Cameroon Grants Special Status to Its Anglophone Regions

On December 20, Cameroon’s bicameral legislature adopted a statute granting “special status” to its two Anglophone regions “founded on their linguistic particularity and historic heritage.” Expressly mentioned in that regard were its schools and judiciary systems.[1]

Senator Samuel Obam Assam, from the ruling Cameroon People’s Democratic Movement, the majority group in the Senate, said, “This is a law unique in the world. It is an answer to our fellow countrymen’s concerns.”

But it is unclear whether this new law will resolve the Anglophone crisis.

Jean-Michel Nintcheu, a congressman from the main opposition party, said he did not believe the law would solve the crisis. “The Anglophones, even the moderate ones, want a federal state. This law is not the result of a dialogue.. we were against it.” Another Anglophone leader, Ivo Tapang, a spokesman for 13 armed groups called the Contender Forces of Ambazonia, declared, “We want independence and nothing else.”

The Cameroon News Agency expressed scepticism about this new law. It said, President “Biya has given the cow away but held the rope firmly. Apart from the window dressing post of Government Delegate which disappears but reappears as Grand Mayor, the position of regional executives; there will be someone appointed in the person of Public Independent Councilor. It is not clear whether the posts of SDO’s and Governors will disappear. . . . [T]he most trumpeted Special Status in all ramifications looks sweet on paper but complicated.” The News Agency made the following additional points:

  • “The State argues that they are instituting the special status in the Anglophone regions because of its specific educational, judicial system based on the Common law and their traditional values.” But the common-law judiciary will “suffer from [another] new law that allows French-speaking Magistrates to preside over court sessions in common law jurisdictions in French. [Common law] lawyers launched an unsuccessufl strike action” for Parliament to dismiss this bill. Barrister Akere Muna, however, “says such a law can still be rejected by President Paul Biya by not promulgating it.”
  • The Regional Assembly will have 90 regional Councilors divided into two bodies: House of Chiefs and House of Divisional Delegates [will be] led by the President of the Regional Executive body and comprise 70 members.” The “House of Chiefs with 20 members will be led by the Vice President of the Regional Executive who must be a traditional ruler . . . [and] will be the sole body to ole body to decide on all traditional issues in the two regions including monuments, oral tradition and linguistic map of the regions.”
  • “The regional Executives will be comprised of a President, Vice President, Two Secretaries, A Questor and three Commissioners in charge of (a) Economic Development, (b) Social and Health Development, and (c) Sport, Education and Cultural Development.

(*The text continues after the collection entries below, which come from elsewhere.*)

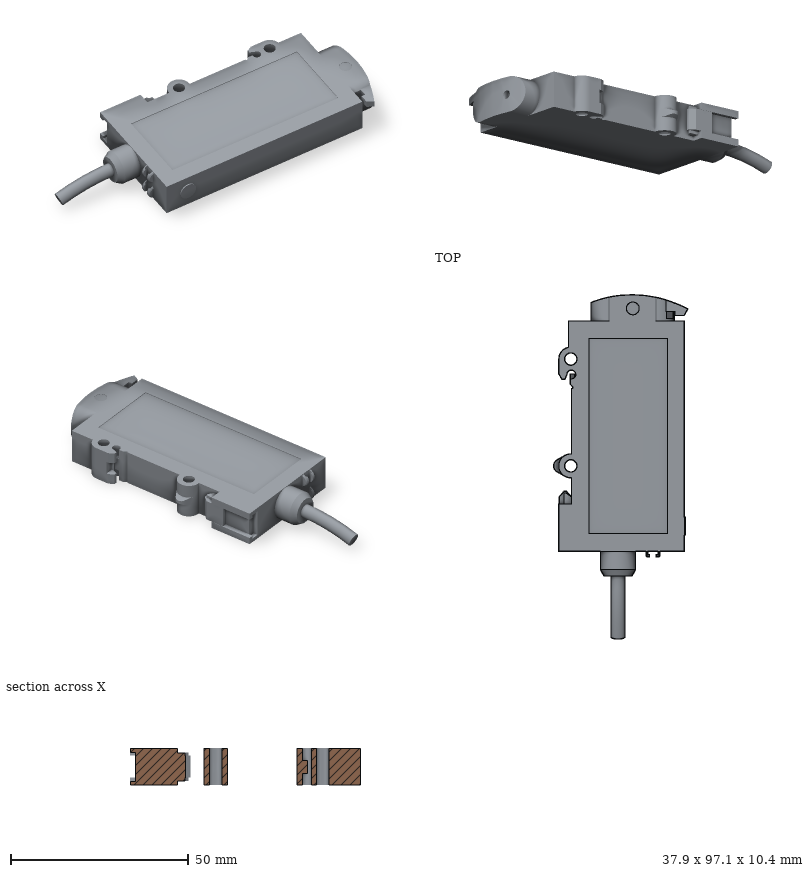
import cadquery as cq
import math


total_length = 97.1
thickness = 10.4
half_thickness = thickness / 2
body_width = 35.4
body_length = 64.9
rail_wall_x = 3.6
upper_wall_x = 2.7
foot_length = 13.4
overlap = 1

ear_radius = 3.4
ear_hole_diameter = 3.4
upper_ear_y = 54.2
lower_ear_y = 24.1
hook_tip_y = 48.4
hook_flank_y = 50.0
hook_tip_left = 0.9
hook_tip_right = 1.7
slot_left = 2.3
slot_right = 3.2
slot_center_y = 49.8
slot_diameter = 2.4
slot_bottom_y = 47.1
groove_depth = 0.7
groove_end_y = 45.9
hook_gap_height = 3.9
hook_gap_y = 50.6
slot_fill_y = 50.0

rib_tip_x = -1.5
rib_tip_radius = 1.9
rib_half_height = 1.3
rib_tip_half_height = 0.5

latch_height = 6.2
latch_plate_depth = 1.5
latch_setback = 0.1
latch_shoulder_y = 15.3
latch_tip_y = 17.0
latch_tip_left = 1.6
latch_tip_right = 2.1
slide_height = 8.0
slide_top_y = 16.4
slide_end_y = 1.4
channel_end_y = 9.5

cap_left = 9.0
cap_right = 32.6
cap_top_y = 72.3
cap_top_x = 20.7
cap_arc_radius = 31.5
lamp_diameter = 3.6
lamp_x = 20.9
lamp_y = 68.4
marking_depth = 0.1
end_hole_diameter = 2.4
end_hole_x = 15.3
end_hole_depth = 1.9

cover_hook_bottom = 2.3
cover_hook_top = 4.4
cover_hook_tip_x = 36.4
cover_hook_tip_y = 68.3
cover_hook_heel_x = 35.3
cover_hook_heel_y = 66.4
cover_hook_step_x = 32.7
cover_hook_step_y = 67.6
cap_pocket_left = 30.4
cap_pocket_right = 32.2
cap_pocket_y = 65.5

panel_left = 8.5
panel_width = 22.0
panel_bottom = 4.95
panel_length = 55.0
panel_depth = 0.2

cable_x = 16.7
bushing_diameter = 10.0
bushing_tip_diameter = 7.8
bushing_straight = 5.1
bushing_length = 7.0
cable_diameter = 4.0
cable_bend_angle = math.radians(19.4)

clip_left = 24.6
clip_right = 28.5
clip_width = 1.1
clip_wall = 0.6
clip_chamfer = 0.3
clip_lip = 0.7
clip_depth = 1.6
clip_length = 4.1
clip_center_z = 2.9

button_diameter = 5.0
button_y = 7.1
button_height = 0.3


def slab(outline, height):
    """Extrude a closed XY outline by the given height, centered on the mid-plane."""
    return outline.close().extrude(height / 2, both=True)


def box(x_min, x_max, y_min, y_max, z_min, z_max):
    size = (x_max - x_min, y_max - y_min, z_max - z_min)
    return cq.Workplane("XY").box(*size, centered=False).translate((x_min, y_min, z_min))


def cap_arc_y(x):
    """Y of the arched end of the cap at the given X."""
    return cap_top_y - cap_arc_radius + math.sqrt(cap_arc_radius**2 - (x - cap_top_x) ** 2)


def housing():
    """Flat body with the square parts of its rail side; the round ears are added later."""
    outline = (
        cq.Workplane("XY")
        .moveTo(0, 0)
        .lineTo(body_width, 0)
        .lineTo(body_width, body_length)
        .lineTo(upper_wall_x, body_length)
        .lineTo(upper_wall_x, upper_ear_y)
        .lineTo(0, upper_ear_y)
        .lineTo(0, hook_flank_y)
        .lineTo(hook_tip_left, hook_tip_y)
        .lineTo(hook_tip_right, hook_tip_y)
        .lineTo(slot_left, slot_center_y)
        .lineTo(slot_right, slot_center_y)
        .lineTo(slot_right, slot_bottom_y)
        .lineTo(slot_right + groove_depth, slot_bottom_y - groove_depth)
        .lineTo(slot_right + groove_depth, groove_end_y)
        .lineTo(rail_wall_x, groove_end_y)
        .lineTo(rail_wall_x, foot_length)
        .lineTo(0, foot_length)
    )
    return slab(outline, thickness)


def ears(body):
    """Two drilled round ears on the rail side, the lower one with a rib."""
    for y in (upper_ear_y, lower_ear_y):
        ear = cq.Workplane("XY").center(ear_radius, y).circle(ear_radius)
        body = body.union(ear.extrude(half_thickness, both=True))
    body = body.union(lower_ear_rib())
    for y in (upper_ear_y, lower_ear_y):
        hole = cq.Workplane("XY").center(ear_radius, y).circle(ear_hole_diameter / 2)
        body = body.cut(hole.extrude(thickness, both=True))
    return body


def lower_ear_rib():
    """Rounded rib whose flanks run tangent to the lower ear; coned faces thin it toward its tip."""
    reach = ear_radius - rib_tip_x
    tip_center = reach - rib_tip_radius
    flank_angle = math.acos((ear_radius - rib_tip_radius) / tip_center)
    flank_x = -math.cos(flank_angle)
    flank_y = math.sin(flank_angle)
    tip_x = rib_tip_radius * flank_x - tip_center
    tip_y = rib_tip_radius * flank_y
    root_x = ear_radius * flank_x
    root_y = ear_radius * flank_y
    plan = slab(
        cq.Workplane("XY")
        .moveTo(0, 0)
        .lineTo(root_x, root_y)
        .lineTo(tip_x, tip_y)
        .threePointArc((-reach, 0), (tip_x, -tip_y))
        .lineTo(root_x, -root_y),
        thickness,
    )
    coned_disc = (
        cq.Workplane("XZ")
        .moveTo(0, rib_half_height)
        .lineTo(ear_radius, rib_half_height)
        .lineTo(reach, rib_tip_half_height)
        .lineTo(reach, -rib_tip_half_height)
        .lineTo(ear_radius, -rib_half_height)
        .lineTo(0, -rib_half_height)
        .close()
        .revolve(360, (0, 0), (0, 1))
    )
    return plan.intersect(coned_disc).translate((ear_radius, lower_ear_y, 0))


def hook_slot(body):
    """Round slot behind the hook; its middle height keeps a filled root and a shortened hook."""
    slot_radius = slot_diameter / 2
    circle = cq.Workplane("XY").center(slot_left + slot_radius, slot_center_y).circle(slot_radius)
    body = body.cut(circle.extrude(thickness, both=True))
    half_gap = hook_gap_height / 2
    root = box(slot_right, rail_wall_x + overlap, slot_bottom_y, slot_fill_y, -half_gap, half_gap)
    gap = box(-overlap, slot_left, hook_tip_y - overlap, hook_gap_y, -half_gap, half_gap)
    return body.union(root).cut(gap)


def latch():
    """Pointed latch plate on a wider slide, both rising from the full-width end of the housing."""
    plate = slab(
        cq.Workplane("XY")
        .moveTo(latch_setback, foot_length - overlap)
        .lineTo(latch_setback, latch_shoulder_y)
        .lineTo(latch_tip_left, latch_tip_y)
        .lineTo(latch_tip_right, latch_tip_y)
        .lineTo(rail_wall_x, latch_shoulder_y)
        .lineTo(rail_wall_x, foot_length - overlap),
        latch_height,
    )
    slide = slab(
        cq.Workplane("XY")
        .moveTo(latch_plate_depth, foot_length - overlap)
        .lineTo(latch_plate_depth, slide_top_y)
        .lineTo(latch_tip_right, slide_top_y)
        .lineTo(rail_wall_x, latch_shoulder_y)
        .lineTo(rail_wall_x, foot_length - overlap),
        slide_height,
    )
    return plate.union(slide)


def latch_recesses():
    """Open channel in front of the latch plate, and the clearance at the end of its slide."""
    half_plate = latch_height / 2
    half_slide = slide_height / 2
    face = box(-overlap, latch_setback, -overlap, foot_length, -half_plate, half_plate)
    channel = box(-overlap, latch_plate_depth, -overlap, channel_end_y, -half_plate, half_plate)
    mouth = box(latch_plate_depth, rail_wall_x, -overlap, slide_end_y, -half_slide, half_slide)
    return face.union(channel).union(mouth)


def cap():
    """Block with fully rounded long sides, cut to an arched end."""
    width = cap_right - cap_left
    core = (
        cq.Workplane("XZ", origin=((cap_left + cap_right) / 2, body_length - overlap, 0))
        .slot2D(width, thickness)
        .extrude(-(cap_top_y - body_length + overlap))
    )
    arch = slab(
        cq.Workplane("XY")
        .moveTo(cap_left, body_length - overlap)
        .lineTo(cap_left, cap_arc_y(cap_left))
        .threePointArc((cap_top_x, cap_top_y), (cap_right, cap_arc_y(cap_right)))
        .lineTo(cap_right, body_length - overlap),
        thickness,
    )
    pocket = box(cap_pocket_left, cap_pocket_right, cap_pocket_y, cover_hook_step_y, 0, half_thickness)
    end_hole = (
        cq.Workplane("XZ", origin=(end_hole_x, cap_top_y - end_hole_depth, 0))
        .circle(end_hole_diameter / 2)
        .extrude(-end_hole_depth)
    )
    return core.intersect(arch).cut(pocket).cut(end_hole)


def cover_hook():
    """Thin hooked arm that continues the arch of the cap past its side."""
    inner_x = cap_right - half_thickness
    middle_x = (inner_x + cover_hook_tip_x) / 2
    return (
        cq.Workplane("XY")
        .workplane(offset=cover_hook_bottom)
        .moveTo(inner_x, cover_hook_step_y)
        .lineTo(inner_x, cap_arc_y(inner_x))
        .threePointArc((middle_x, cap_arc_y(middle_x)), (cover_hook_tip_x, cover_hook_tip_y))
        .lineTo(cover_hook_heel_x, cover_hook_heel_y)
        .lineTo(cover_hook_step_x, cover_hook_heel_y)
        .lineTo(cover_hook_step_x, cover_hook_step_y)
        .close()
        .extrude(cover_hook_top - cover_hook_bottom)
    )


def bushing_and_cable():
    """Tapered bushing with a short cable that bends toward -Z."""
    bushing = (
        cq.Workplane("XY")
        .moveTo(0, overlap)
        .lineTo(bushing_diameter / 2, overlap)
        .lineTo(bushing_diameter / 2, -bushing_straight)
        .lineTo(bushing_tip_diameter / 2, -bushing_length)
        .lineTo(0, -bushing_length)
        .close()
        .revolve(360, (0, 0), (0, 1))
    )
    cable_reach = total_length - cap_top_y - bushing_length
    bend_radius = cable_reach / math.sin(cable_bend_angle) - cable_diameter / 2
    cable = (
        cq.Workplane("XZ", origin=(0, -bushing_length, 0))
        .circle(cable_diameter / 2)
        .revolve(math.degrees(cable_bend_angle), (0, -bend_radius), (1, -bend_radius))
    )
    return bushing.union(cable).translate((cable_x, 0, 0))


def clip_segment():
    """Circular segment standing out of the cable end."""
    half_length = clip_length / 2
    return (
        cq.Workplane("YZ")
        .moveTo(0, -half_length)
        .threePointArc((-clip_depth, 0), (0, half_length))
        .lineTo(overlap, half_length)
        .lineTo(overlap, -half_length)
        .close()
        .extrude(clip_width)
    )


def clips():
    """Four clips, each a segment-shaped wall with a lip at its crest, lips facing inward."""
    half_length = clip_length / 2
    undercut = box(clip_wall, clip_width, clip_lip - clip_depth, overlap, -half_length, half_length)
    clip = clip_segment().faces("<X").edges("%CIRCLE").chamfer(clip_chamfer).cut(undercut)
    left = clip.translate((clip_left, 0, 0))
    right = clip.mirror("YZ").translate((clip_right, 0, 0))
    pair = left.union(right)
    return pair.translate((0, 0, clip_center_z)).union(pair.translate((0, 0, -clip_center_z)))


def button():
    disc = cq.Workplane("YZ", origin=(body_width, button_y, 0)).circle(button_diameter / 2)
    return disc.extrude(button_height)


def markings():
    """Shallow recesses for the label panel and the lamp on the top face."""
    panel = box(
        panel_left,
        panel_left + panel_width,
        panel_bottom,
        panel_bottom + panel_length,
        half_thickness - panel_depth,
        thickness,
    )
    lamp = (
        cq.Workplane("XY", origin=(lamp_x, lamp_y, half_thickness - marking_depth))
        .circle(lamp_diameter / 2)
        .extrude(half_thickness)
    )
    return panel.union(lamp)


result = hook_slot(ears(housing()))
result = result.union(latch()).cut(latch_recesses())
result = result.union(cap()).union(cover_hook())
result = result.union(bushing_and_cable()).union(clips()).union(button())
result = result.cut(markings())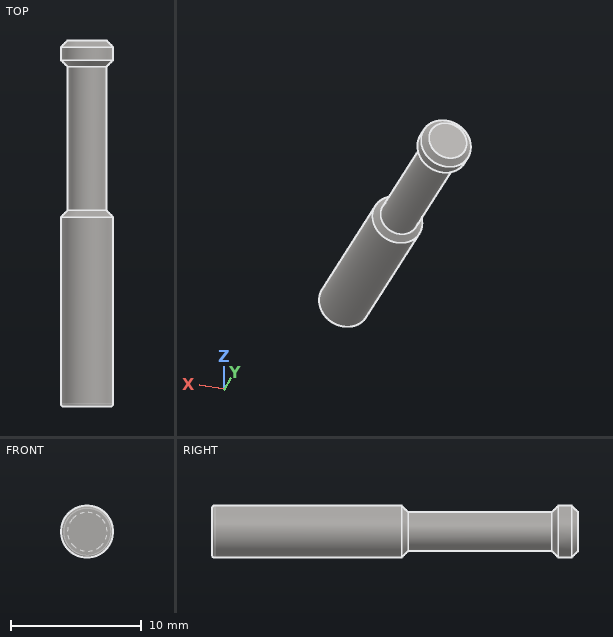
import cadquery as cq

total_length = 28.0
shank_length = 15.0
head_length = 2.0
body_radius = 2.0
neck_radius = 1.5
tip_fillet = 0.2
step_chamfer = body_radius - neck_radius

head_start = total_length - head_length


def turned_blank():
    """Revolve the half profile, drawn on the -X side, a full turn about Y."""
    half_profile = [
        (0, 0),
        (-body_radius, 0),
        (-body_radius, shank_length - step_chamfer),
        (-neck_radius, shank_length),
        (-neck_radius, head_start),
        (-body_radius, head_start + step_chamfer),
        (-body_radius, total_length - step_chamfer),
        (-body_radius + step_chamfer, total_length),
        (0, total_length),
    ]
    return cq.Workplane("XY").polyline(half_profile).close().revolve(360, (0, 0, 0), (0, 1, 0))


def round_shank_end(pin):
    """Fillet the rim of the shank's flat end."""
    return pin.faces("<Y").edges().fillet(tip_fillet)


result = round_shank_end(turned_blank())

Another sceptical reaction was voiced by  Dr. Nick Ngwanyam, a politician who grew up in the Anglophone region. “When we were told that we would have a special status, everybody was confused. It was something we were not really looking at. In terms of terminology, we had to find out what it meant. It was like an empty container and everybody was waiting for the meaning to fill it. And when that meaning came, I for one realized it would not solve our problems.”

“’It is too little, coming too late,’ says Senator Henry Kemende. It says in Section 328: ‘In addition to the powers devolved on regions by the proposed law, the North-West and South-West Regions may exercise the following powers: Participating in the formulation of national public policies relating to the Anglophone education sub-subsystem.’ This is like a piece of sugar in a basin of water, their participation will not be felt. What we would have expected is to empower the regions to determine policies over the educational, judicial, legislative and executive system, to determine issues at a national level, and not just a local level,’ Kemende emphasizes.”

“The power to address issues that directly affect their daily lives is what Anglophones have been yearning for in Cameroon’s Northwest and Southwest regions, Kemende said. ‘They are the people who want to be in control of their own destiny, without guidance from somewhere else with foreign mindsets that don’t suit their local realities.’”

Conclusion

The new law for Special Status for the Anglophone regions sounds like a good measure, but as a non-Cameroonian this blogger cannot make an overall assessment of whether it will resolve the crisis.

===========================

[1]  Cameroon MPs pass devolution bill for anglophone regions, CGTN (Dec. 20, 2019); Reuters, Cameroon Grants Special Status to Anglophone Regions, N.Y. Times (Dec. 20, 2019); Special Status Introduces Regional  Executive and Assembly in NWSW, Cameroon News Agency (Dec. 13, 2019); Cameroon: Anglophone’s special status—too little, too late?, DW (Dec. 23, 2019).